İnsan dünyadaki en yüksek bir makama veya kariyere ulaşsa bile, bu durum onun nihaî ve ideal bir konuma ulaşmış olduğunu göstermez. Zira insan en yüksek bir düzeyde görev yapsa bile neticede bir “kul” olduğu gerçeğini değiştirmez. Yani dünyanın itibar ettiği bir bilim adamı olduğunuzu varsayınız. Eğer bunu insanlara bir hizmet aracı olarak görmeyip, bir gurur kibir vesilesi olarak telâkki ederseniz, bulunduğunuz o makama tapınmış olursunuz. Ya da bu pozisyonunuzu, kendinize tapınılması gereken bir halet olarak görebilirsiniz.
Şimdiye kadar gelmiş geçmiş bütün Nemrutlar, Firavunlar, Şeddatlar hep bulundukları konumları bir tapınma ve zulüm vasıtası olarak görmüşler. Makamlarını kötüye kullanarak insanlara işkence çektirmişlerdir. Yine Karun gibi zenginler, zenginliklerinin kendi gücü ve kuvvetiyle elde edilen bir değer olduğuna kanaat getirmişler ve zenginliklerinin asla sona ermeyeceğini düşünmüşlerdir. Oysa makam ve mevki sahibi olmanın şükrü o makam ve mevkiin sorumluluğunu yerine getirmek ve bunları insanlara hizmet amacıyla istimal etmektir.
Para ve servetlerine tapınanlara hitaben “Sizin taptıklarınız benim ayaklarımın altındadır” diyen büyük veli Muhyiddin-i Arabi, bu sözünden ötürü katledilmiş, ancak bu sözü söylediği yer kazındığında büyük bir hazine çıkmış ve bu olay, o sözünün ne anlama geldiğini şerh etmiştir.
Bugün dünyada gücü ve iktidarı elinde bulunduranların psikolojilerini bir inceleyin. Bulunduğu makamı ebedî olarak uhdesinde tutacaklarını ve asla başkasıyla paylaşamayacağını hissedenleri bir inceleyin. Bu tür insanlar kendilerini “He-man” gibi Allah’a şirk koşacak derecede “ilah” varsayan zavallılardır. Oysa insan gözle görünmeyen mikroba mağlûp olabilmekte; küllî ve yüksek bir irade sahibine bağlanmadığı takdirde, acizliği ve fakirliğine, hangi düzeyde ve makamda olursa olsun, nihayet olmamaktadır.

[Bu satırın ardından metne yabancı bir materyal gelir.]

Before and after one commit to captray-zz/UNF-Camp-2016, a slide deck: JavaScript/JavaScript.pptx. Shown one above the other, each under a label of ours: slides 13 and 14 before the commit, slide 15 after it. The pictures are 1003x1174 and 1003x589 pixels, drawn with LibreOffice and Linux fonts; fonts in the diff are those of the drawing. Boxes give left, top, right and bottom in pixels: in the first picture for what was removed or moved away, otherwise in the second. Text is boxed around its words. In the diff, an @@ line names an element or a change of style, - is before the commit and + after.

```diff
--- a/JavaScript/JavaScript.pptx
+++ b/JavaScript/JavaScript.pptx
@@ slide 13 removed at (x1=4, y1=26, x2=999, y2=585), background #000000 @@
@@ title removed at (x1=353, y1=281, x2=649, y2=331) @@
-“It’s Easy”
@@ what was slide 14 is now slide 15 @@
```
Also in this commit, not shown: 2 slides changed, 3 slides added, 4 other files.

Güce ve iktidara tapanlar, başkalarının felâketinde kendi mutluluklarını ararlar. Kendilerinin güç ve iktidara sahip olmaları için her yol meşrûdur düşüncesini taşırlar. Bunlar kendilerini halktan soyutlayarak, halkı sürü olarak telâkki ederler. Onların ne düşündükleri hiç önemli değildir; zira onların yerine kendileri oldukça fazla düşünmektedirler. Halk da onların düşüncelerini onaylamak zorundadır. Halktan beslenirler; ama halkı hor görürler. Çünkü güç halkta değil kendilerindedir. Onlar bu güçlerini istediği gibi kullanma yetkisine sahiptirler. Bu zan insanı felâkete sürükleyen çok korkunç uygulamaları beraberinde getirir. İnsanlara zulmedilir, hakları gasp edilir, haksız yere tutuklanır ve tecziye edilir.

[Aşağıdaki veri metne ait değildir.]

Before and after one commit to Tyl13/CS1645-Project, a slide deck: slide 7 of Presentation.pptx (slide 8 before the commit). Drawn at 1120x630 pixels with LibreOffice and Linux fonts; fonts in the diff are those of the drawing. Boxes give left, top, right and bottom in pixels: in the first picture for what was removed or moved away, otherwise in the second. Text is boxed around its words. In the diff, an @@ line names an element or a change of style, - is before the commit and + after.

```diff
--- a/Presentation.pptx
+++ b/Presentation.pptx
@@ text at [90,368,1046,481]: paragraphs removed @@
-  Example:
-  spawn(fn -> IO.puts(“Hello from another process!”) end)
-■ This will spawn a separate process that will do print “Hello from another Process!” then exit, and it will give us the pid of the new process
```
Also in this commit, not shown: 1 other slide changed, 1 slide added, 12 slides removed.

Para, servet, makam, mevki, kariyer gibi değerler elbette iyi şeylerdir; ama insanlara faydalı yönde kullanıldığı sürece. Allah insanları bunlarla da imtihan eder ve bunları insanların iyiliği için kullanmayı öngörür. Nitekim Peygamberimiz (a.s.m.), “İnsanların en hayırlısı, insanlara faydalı olandır” buyurarak bu noktaya dikkatimizi çeker. İlginçtir, hem çok ilginçtir ki, Yüce Peygamberimiz “Müslümanlara faydalı olandır” demiyor; “insanlara faydalı olandır” diyor. Bu da yüce dinimizin evrensel olarak bütün insanlığı kucakladığını ve bütün insanların mutluluğu için çaba sarf edilmesi gerektiği görüşünü savunduğunu ispatlıyor.

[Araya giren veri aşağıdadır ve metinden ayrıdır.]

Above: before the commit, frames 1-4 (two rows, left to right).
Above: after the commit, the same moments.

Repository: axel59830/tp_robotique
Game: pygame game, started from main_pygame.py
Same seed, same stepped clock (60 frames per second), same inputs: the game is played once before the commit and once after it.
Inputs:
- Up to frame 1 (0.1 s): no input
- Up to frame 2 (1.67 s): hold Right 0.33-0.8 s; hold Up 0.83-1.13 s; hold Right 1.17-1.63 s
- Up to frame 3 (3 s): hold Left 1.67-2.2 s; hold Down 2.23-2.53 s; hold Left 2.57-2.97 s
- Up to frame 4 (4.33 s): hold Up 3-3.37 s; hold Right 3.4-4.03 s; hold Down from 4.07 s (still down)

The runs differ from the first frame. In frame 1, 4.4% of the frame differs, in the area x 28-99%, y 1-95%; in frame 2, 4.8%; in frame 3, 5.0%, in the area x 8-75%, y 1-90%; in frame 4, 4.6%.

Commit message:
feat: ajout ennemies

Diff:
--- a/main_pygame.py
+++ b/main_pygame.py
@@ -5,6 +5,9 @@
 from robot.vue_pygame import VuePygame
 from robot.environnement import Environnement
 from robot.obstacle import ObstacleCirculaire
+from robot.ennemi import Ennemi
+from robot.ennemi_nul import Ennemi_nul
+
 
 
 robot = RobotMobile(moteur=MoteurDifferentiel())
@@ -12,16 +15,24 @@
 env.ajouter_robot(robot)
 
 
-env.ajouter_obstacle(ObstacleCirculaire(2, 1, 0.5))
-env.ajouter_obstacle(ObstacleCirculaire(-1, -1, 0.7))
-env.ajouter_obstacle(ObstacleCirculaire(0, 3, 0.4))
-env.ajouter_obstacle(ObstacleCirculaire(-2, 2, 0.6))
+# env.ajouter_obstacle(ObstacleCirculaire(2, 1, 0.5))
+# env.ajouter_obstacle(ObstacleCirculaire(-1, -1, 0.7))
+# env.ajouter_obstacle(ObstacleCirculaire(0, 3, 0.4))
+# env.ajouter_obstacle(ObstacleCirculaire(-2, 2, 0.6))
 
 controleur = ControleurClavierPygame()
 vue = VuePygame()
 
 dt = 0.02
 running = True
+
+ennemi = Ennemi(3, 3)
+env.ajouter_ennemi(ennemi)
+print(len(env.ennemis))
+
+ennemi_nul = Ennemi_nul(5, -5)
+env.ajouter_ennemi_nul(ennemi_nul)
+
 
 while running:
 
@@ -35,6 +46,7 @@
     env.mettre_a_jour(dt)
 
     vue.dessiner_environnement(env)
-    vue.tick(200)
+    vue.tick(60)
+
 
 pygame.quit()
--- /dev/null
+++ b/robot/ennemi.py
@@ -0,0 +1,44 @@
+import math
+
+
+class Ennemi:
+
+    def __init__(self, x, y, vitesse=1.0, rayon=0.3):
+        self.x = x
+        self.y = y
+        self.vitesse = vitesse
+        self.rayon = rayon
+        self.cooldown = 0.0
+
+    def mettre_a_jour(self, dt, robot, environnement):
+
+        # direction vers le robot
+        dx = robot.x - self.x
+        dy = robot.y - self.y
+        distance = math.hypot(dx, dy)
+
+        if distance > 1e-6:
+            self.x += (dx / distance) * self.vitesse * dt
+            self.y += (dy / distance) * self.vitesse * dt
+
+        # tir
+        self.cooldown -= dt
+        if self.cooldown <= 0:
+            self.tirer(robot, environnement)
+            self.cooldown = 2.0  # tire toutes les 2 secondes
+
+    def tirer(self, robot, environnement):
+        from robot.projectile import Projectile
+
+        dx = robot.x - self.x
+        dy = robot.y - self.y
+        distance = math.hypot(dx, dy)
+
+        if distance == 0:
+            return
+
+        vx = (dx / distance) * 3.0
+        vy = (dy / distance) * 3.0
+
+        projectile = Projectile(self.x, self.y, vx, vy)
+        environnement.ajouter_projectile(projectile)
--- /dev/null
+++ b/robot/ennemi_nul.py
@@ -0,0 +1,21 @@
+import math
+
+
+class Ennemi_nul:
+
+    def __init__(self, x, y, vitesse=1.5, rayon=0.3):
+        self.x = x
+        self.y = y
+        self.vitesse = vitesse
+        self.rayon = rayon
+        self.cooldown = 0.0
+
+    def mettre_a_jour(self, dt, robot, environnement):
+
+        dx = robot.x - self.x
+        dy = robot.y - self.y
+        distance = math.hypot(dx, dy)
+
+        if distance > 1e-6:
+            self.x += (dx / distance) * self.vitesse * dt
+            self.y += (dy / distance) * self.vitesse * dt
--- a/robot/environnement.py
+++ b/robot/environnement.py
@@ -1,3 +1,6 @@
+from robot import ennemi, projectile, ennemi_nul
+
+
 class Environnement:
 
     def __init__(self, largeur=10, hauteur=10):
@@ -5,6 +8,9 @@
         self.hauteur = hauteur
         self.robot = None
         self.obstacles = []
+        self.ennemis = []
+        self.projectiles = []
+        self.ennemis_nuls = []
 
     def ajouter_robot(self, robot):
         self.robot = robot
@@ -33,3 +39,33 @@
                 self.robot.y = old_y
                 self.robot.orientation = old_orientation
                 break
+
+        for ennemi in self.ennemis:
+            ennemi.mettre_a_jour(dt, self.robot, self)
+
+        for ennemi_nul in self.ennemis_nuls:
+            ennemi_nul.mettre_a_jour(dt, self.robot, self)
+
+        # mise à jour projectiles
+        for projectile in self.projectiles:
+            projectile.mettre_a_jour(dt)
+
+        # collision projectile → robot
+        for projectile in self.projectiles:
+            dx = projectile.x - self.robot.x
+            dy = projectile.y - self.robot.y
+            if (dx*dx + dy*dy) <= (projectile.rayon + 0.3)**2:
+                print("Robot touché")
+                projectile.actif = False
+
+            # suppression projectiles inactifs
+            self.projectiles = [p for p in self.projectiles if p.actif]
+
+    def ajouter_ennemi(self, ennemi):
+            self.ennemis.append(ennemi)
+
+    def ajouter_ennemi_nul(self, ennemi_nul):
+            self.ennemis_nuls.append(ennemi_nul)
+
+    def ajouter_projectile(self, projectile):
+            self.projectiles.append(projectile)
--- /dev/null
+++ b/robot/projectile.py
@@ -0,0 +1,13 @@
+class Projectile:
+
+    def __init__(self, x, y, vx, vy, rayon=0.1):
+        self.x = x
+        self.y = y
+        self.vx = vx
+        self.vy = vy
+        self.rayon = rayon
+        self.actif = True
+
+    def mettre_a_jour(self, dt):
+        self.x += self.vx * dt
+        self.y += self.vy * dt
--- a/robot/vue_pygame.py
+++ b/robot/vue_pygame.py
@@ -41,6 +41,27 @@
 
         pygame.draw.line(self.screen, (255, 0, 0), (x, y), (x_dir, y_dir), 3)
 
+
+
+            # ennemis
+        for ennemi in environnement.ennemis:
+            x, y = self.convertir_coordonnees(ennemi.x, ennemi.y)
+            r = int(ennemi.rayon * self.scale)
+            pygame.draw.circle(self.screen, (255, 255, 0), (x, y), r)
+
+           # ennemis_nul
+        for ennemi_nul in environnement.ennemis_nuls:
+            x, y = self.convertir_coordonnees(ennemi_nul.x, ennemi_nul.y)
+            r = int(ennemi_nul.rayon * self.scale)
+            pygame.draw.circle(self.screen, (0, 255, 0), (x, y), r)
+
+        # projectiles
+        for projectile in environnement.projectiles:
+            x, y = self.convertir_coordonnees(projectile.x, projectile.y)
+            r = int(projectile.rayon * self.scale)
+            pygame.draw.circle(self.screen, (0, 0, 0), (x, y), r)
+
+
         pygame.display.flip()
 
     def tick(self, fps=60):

İnsan Allah’a kul olmaktan uzak durunca onun yerine satanist oluyor; şeytana tapıyor veya kendisinde bulunan tapınma ihtiyacını geçici makam, servet, güç ve iktidar gibi olgulara tapınarak gidermeye çalışıyor. Bu da o insan için aslında en büyük bir felâkettir.